The movie stars Bradley Cooper and Jennifer Lawrence, two actors who have starred in two other movies together, SILVER LININGS PLAYBOOK and AMERICAN HUSTLE. They’re both at the top of their game at present coming off these as well as other hugely successful films. I’m guessing their reason for starring here was that it was the original material that sparked their interests. The end result leaves much to be desired.
The story takes place in 1929 in North Carolina where George Pemberton (Cooper) owns and runs a logging operation. At present he’s in the midst of a battle to retain his company as there is a push to turn the land he owns into a national park. Pitted against a sheriff (Tobey Jones) who has no liking for him and a representative for the park service determined to take the land, he has his hands full.
On a trip away George meets Serena (Lawrence), a women with a damaged past who catches his eye and his heart. They marry and he returns with his new bride in tow to continue his battle for his land. She takes to the business easily and wins the respect of the workers there when she helps find solutions to things like the snake problem they find on the mountains. Adapting to this life is easy for her but the battles that are being waged will take their toll on both her and George.
Ghosts of the past come to haunt the couple. In her case it is the terrible tragedy, a fire that killed her family that left her scarred and filled with guilt. In George’s case it comes in the form of a baby boy given birth by a woman who he slept with when the need suited him prior to his meeting Serena.

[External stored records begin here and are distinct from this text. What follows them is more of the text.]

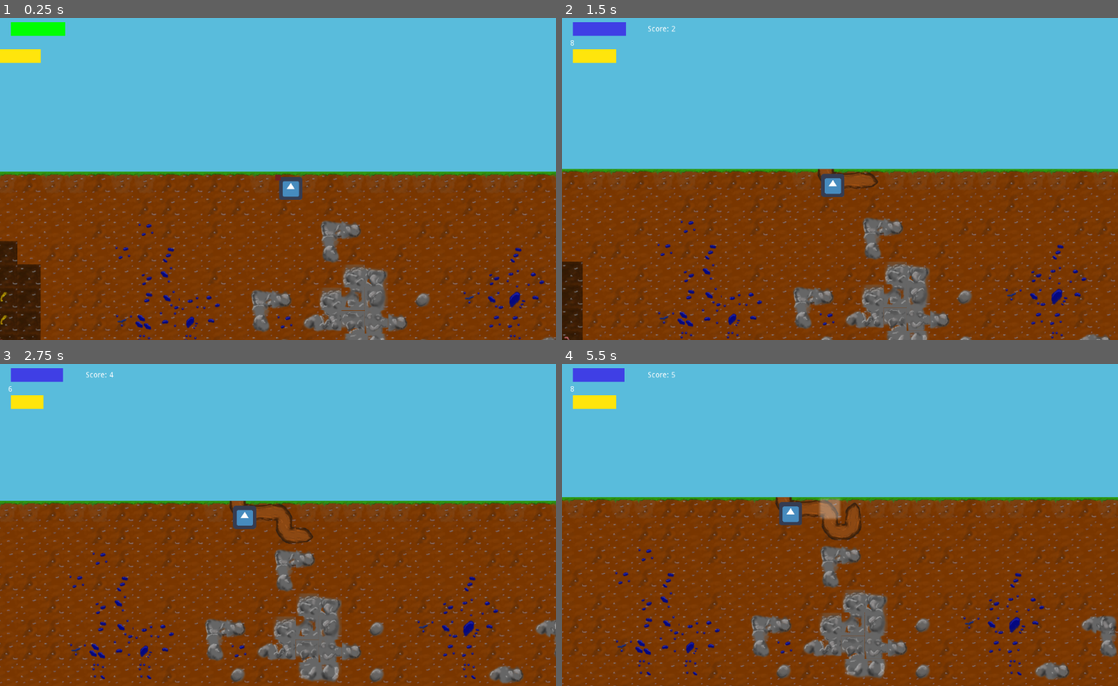
Above: before the commit, frames 1-4 (two rows, left to right).
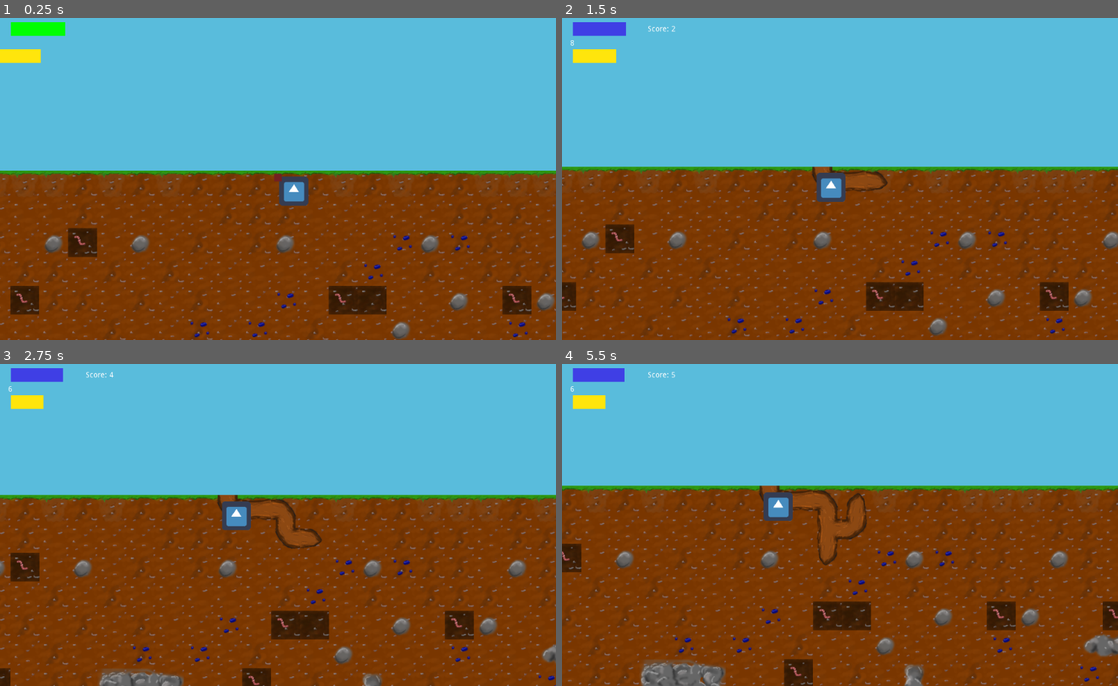
Above: after the commit, the same moments.

Repository: Sushperson/Tree-Simulator-2023
Game: Godot game, scene res://Scenes/World.tscn
Same seed, same stepped clock (60 frames per second), same inputs: the game is played once before the commit and once after it. The engine's default icon, where the game draws it, is replaced by a stand-in: a white triangle on a blue panel in a dark square.
Inputs:
- Up to frame 1 (0.25 s): no input
- Up to frame 2 (1.5 s): tap Enter at 0.5 s; hold D (right) 0.53-1.28 s; hold S (down) from 1.28 s (still down)
- Up to frame 3 (2.75 s): release S (down) at 2.03 s; hold D (right) from 2.03 s (still down)
- Up to frame 4 (5.5 s): release D (right) at 2.78 s; hold W (up) 2.78-3.53 s; hold A (left) 3.53-5.03 s; hold S (down) from 5.03 s (still down)

The runs differ from the first frame. In frame 1, 13% of the frame differs, in the area x 0-100%, y 47-100%; in frame 2, 14%; in frame 3, 17%; in frame 4, 20%, in the area x 0-100%, y 6-100%.

Commit message:
Balancing

Diff:
--- a/Tree_sim/Scenes/World.tscn
+++ b/Tree_sim/Scenes/World.tscn
@@ -477,7 +477,7 @@
 [node name="Camera2D" type="Camera2D" parent="."]
 position = Vector2( 16, 16 )
 current = true
-zoom = Vector2( 1.5, 1.5 )
+zoom = Vector2( 1.2, 1.2 )
 smoothing_enabled = true
 smoothing_speed = 0.8
 
--- a/Tree_sim/Scripts/RO_Grid.gd
+++ b/Tree_sim/Scripts/RO_Grid.gd
@@ -11,7 +11,7 @@
 
 
 func generate_tile(x, y):
-	if(y > (cluster_size - 1)):
+	if(y > (cluster_size + 1)):
 		var nn_dist = nearest_cluster_dist(x, y)
 		if(randf() < inter_cluster_dist_prob(max_cluster_dist, nn_dist)):
 			var rando = randf()
@@ -20,14 +20,15 @@
 				if rando < sum + e[1]:
 					print("generating cluster on " + str(Vector2(x, y)))
 					print("with nn-distance " + str(nn_dist))
-					if e[0] == 1:
-						generate_cluster(x, y, e[0], cluster_size/2)
+					if e[0] >= 1:
+						generate_cluster(x, y, e[0], cluster_size/3)
 					else:
-						generate_cluster(x, y, e[0], rand_range(cluster_size/2, cluster_size))
+						generate_cluster(x, y, e[0], rand_range(cluster_size/4, cluster_size*1.5))
 					cluster_centers[Vector2(x,y)] = true
 					break
 				else:
 					sum += e[1]
+	if(y > 1):
 		if(randf() < 0.2 and get_cell(x, y) == -1):
 			var rando = randf()
 			var sum = 0.0

To ensure he remains with her Serena gets pregnant but that leads to other complications. George has secrets of his own as well when he kills a man trying to help the sheriff bring him down.
All of these threads come together with a resolution to each problem that some will see coming and other may not. The trip to get to that solution is well made and looks great with some fantastic shots of the landscape that is called into question from the very beginning of the film. And yet for me the journey lacked something.
There are no bad performances to be seen here in this film. Even those in lesser roles handle them with skill and ease making them all believable. The story seems to be well thought out, taken from a novel by the same name. The photography, as I mentioned, is breathtaking at times. And yet all of these strands to not come together to make a satisfying end product.
I had a hard time putting my finger on just what was missing. I did notice that the actors, though doing a great job, never seemed to have any passion. Maybe it wasn’t the actors but the characters they were playing. Their voice levels all felt so low key and subtle as to go overboard with that emotion or lack thereof. I can recall only one incident where a voice was raised in the entire movie no matter what was going on.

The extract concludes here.